I have to admit to being fascinated with people's faces, too. I like to study them and try to work out their biography from it, and sometimes it can get me into trouble.
I watched a group of travelling people in a bar one night and I became completely absorbed in the face of one of the men - to me it seemed almost non-human, like the face of a wood nymph or a mischievous sprite. When I went to leave, I was followed outside by two of the women in the group who pulled a knife on me for staring at their man! It took some quick thinking to get out of that one.
I find myself staring at people on public transport. I often wish I could be invisible so that I could study their faces more intently. Today I saw an Indian woman on my bus with a face that looked almost beatified. I kept glancing at her, then looking away, then back again, and then she smiled at me.
Sometimes you see a face in a crowd that seems to resonate with you. This was one of those times.

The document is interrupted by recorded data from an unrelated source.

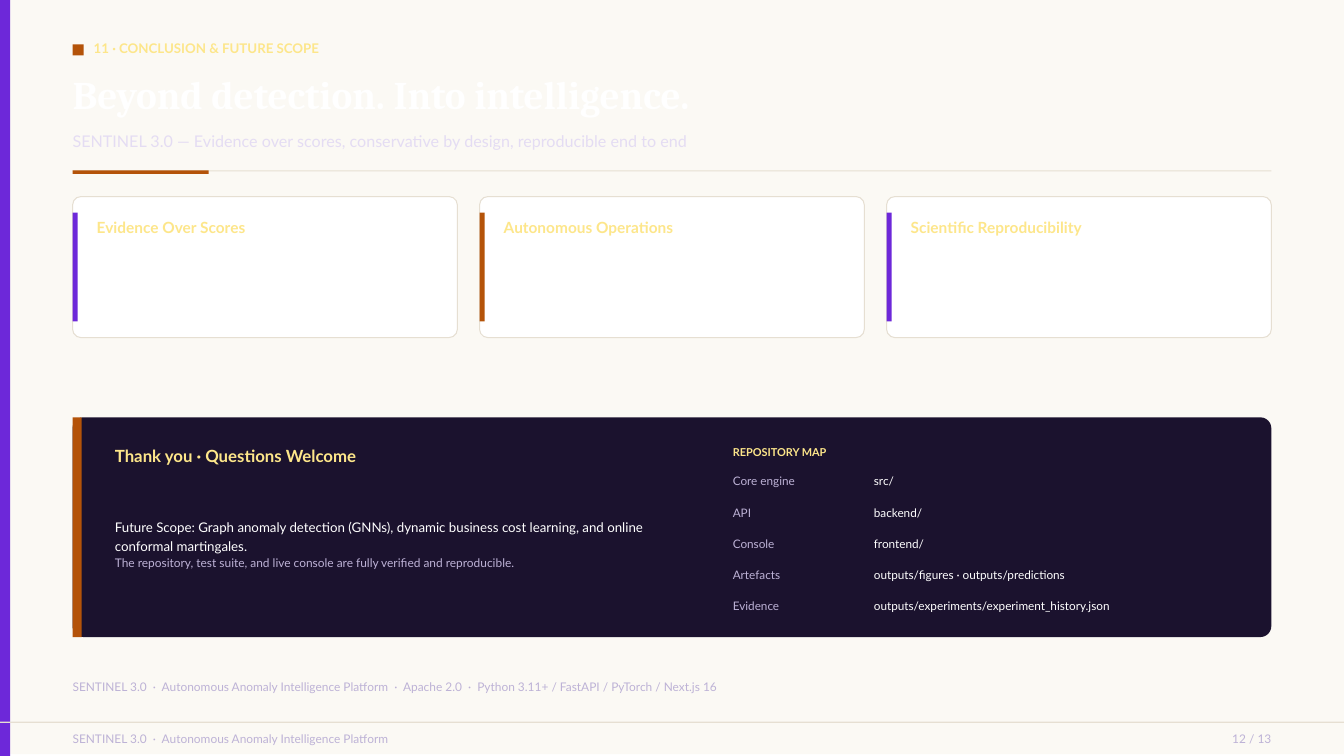
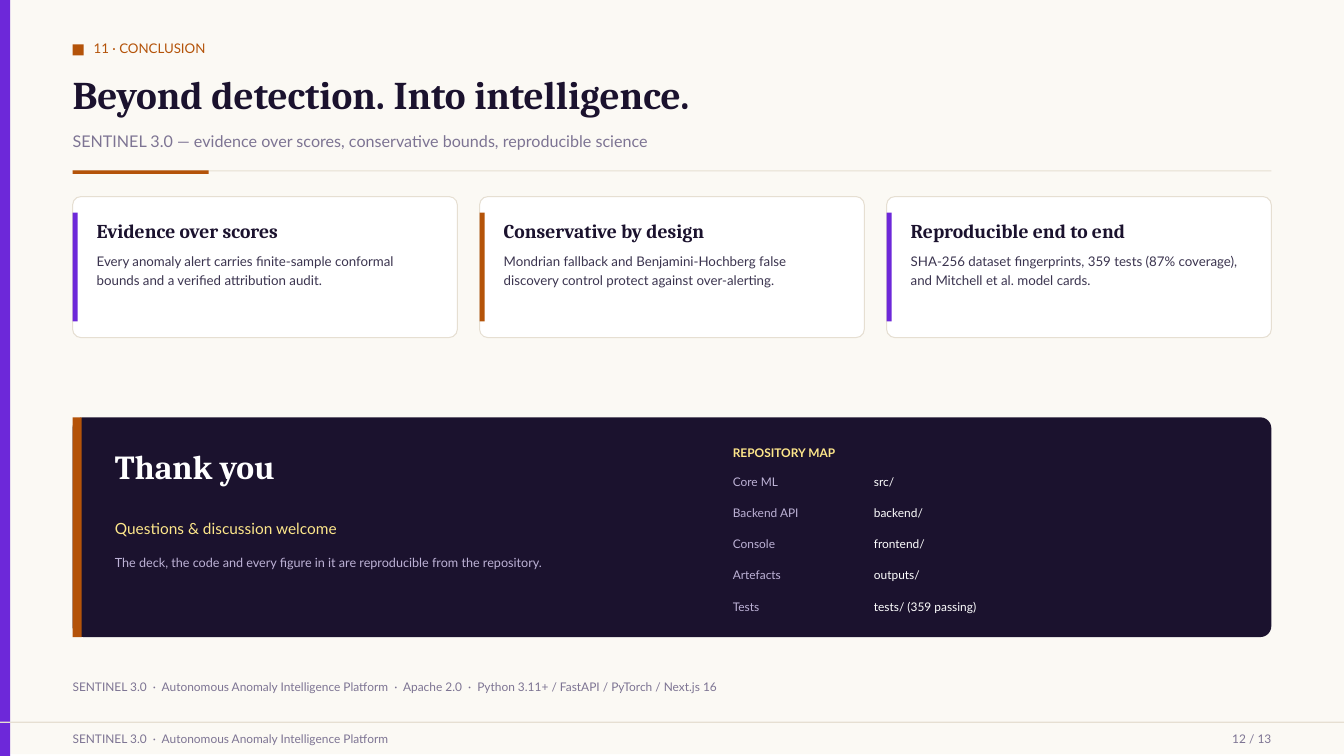
Before and after one commit to rohan1252030019-netizen/explainable-anomaly-detection, a slide deck: slide 12 of presentation/Explainable_Anomaly_Detection_12slides.pptx. Drawn at 1344x756 pixels with LibreOffice and Linux fonts; fonts in the diff are those of the drawing. Boxes give left, top, right and bottom in pixels: in the first picture for what was removed or moved away, otherwise in the second. Text is boxed around its words. In the diff, an @@ line names an element or a change of style, - is before the commit and + after.

Commit message:
fix(presentation): restore high-contrast dark text typography for white slide backgrounds

```diff
--- a/presentation/Explainable_Anomaly_Detection_12slides.pptx
+++ b/presentation/Explainable_Anomaly_Detection_12slides.pptx
@@ text added at (94,43,205,53), 9.5 pt, text #B45309 @@
+11 · CONCLUSION
@@ text added at (73,81,689,118), 28 pt, text #1B122E, bold @@
+Beyond detection. Into intelligence.
@@ text added at (73,135,648,150), 11.5 pt, text #7D7493 @@
+SENTINEL 3.0 — evidence over scores, conservative bounds, reproducible science
@@ text at (97,224,278,238): text changed; size 11 to 14 pt; font Lato to Cambria; text colour #FDE68A to #1B122E @@
-Evidence Over Scores
+Evidence over scores
@@ text at (504,224,704,243): text changed; size 11 to 14 pt; font Lato to Cambria; text colour #FDE68A to #1B122E @@
-Autonomous Operations
+Conservative by design
@@ text at (911,224,1125,242): text changed; size 11 to 14 pt; font Lato to Cambria; text colour #FDE68A to #1B122E @@
-Scientific Reproducibility
+Reproducible end to end
@@ text added at (97,256,393,285), 9.5 pt, text #3B344F @@
+Every anomaly alert carries finite-sample conformal bounds and a verified attribution audit.
@@ text added at (504,256,786,288), 9.5 pt, text #3B344F @@
+Mondrian fallback and Benjamini-Hochberg false discovery control protect against over-alerting.
@@ text added at (911,256,1238,285), 9.5 pt, text #3B344F @@
+SHA-256 dataset fingerprints, 359 tests (87% coverage), and Mitchell et al. model cards.
@@ text "REPOSITORY MAP" at (733,448,835,457): size 7.8 to 8.5 pt @@
@@ text at (115,455,275,487): text changed; size 12 to 24 pt; font Lato to Cambria; text colour #FDE68A to #FFFFFF @@
-Thank you · Questions Welcome
+Thank you
@@ text at (733,477,778,486): text changed; size 8.4 to 8.5 pt @@
-Core engine
+Core ML
@@ text at (733,508,799,517): text changed; size 8.4 to 8.5 pt @@
-API
+Backend API
@@ text at (115,522,337,537): text changed; size 9.5 to 11 pt; text colour #FFFFFF to #FDE68A @@
-Future Scope: Graph anomaly detection (GNNs), dynamic business cost learning, and online conformal martingales.
+Questions & discussion welcome
@@ text at (115,557,542,570): text changed; size 8.5 to 9 pt @@
-The repository, test suite, and live console are fully verified and reproducible.
+The deck, the code and every figure in it are reproducible from the repository.
@@ size 8.4 to 8.5 pt in 5 elements at (874,477,894,487), (874,508,923,518), (733,539,775,548), (874,539,925,549), (733,570,781,579) @@
@@ text at (874,570,920,581): text changed; size 8.4 to 8.5 pt @@
-outputs/figures · outputs/predictions
+outputs/
@@ text at (733,602,759,611): text changed; size 8.4 to 8.5 pt @@
-Evidence
+Tests
@@ text at (874,602,976,613): text changed; size 8.4 to 8.5 pt @@
-outputs/experiments/experiment_history.json
+tests/ (359 passing)
@@ text colour #BDB2D6 to #7D7493 in 3 elements at (73,734,388,745), (1232,734,1272,743), (73,682,717,693) @@
```
Also in this commit, not shown: 12 other slides changed, 2 other files.

I am a people watcher, I suppose. Sometimes, though not often, I have experienced what you describe, Philo - being so irritated by a face that it almost maddens me. But a voice can be even more maddening and I find that in a restaurant I cannot sit near anyone who is talking or laughing too loudly. To me it is offensive and sometimes downright painful. I hate loud voices and people who talk too much! Perhaps I am overly sensitive, but hey, at this point in my life I can pick and choose who I want to be around - one of the benefits of middle age!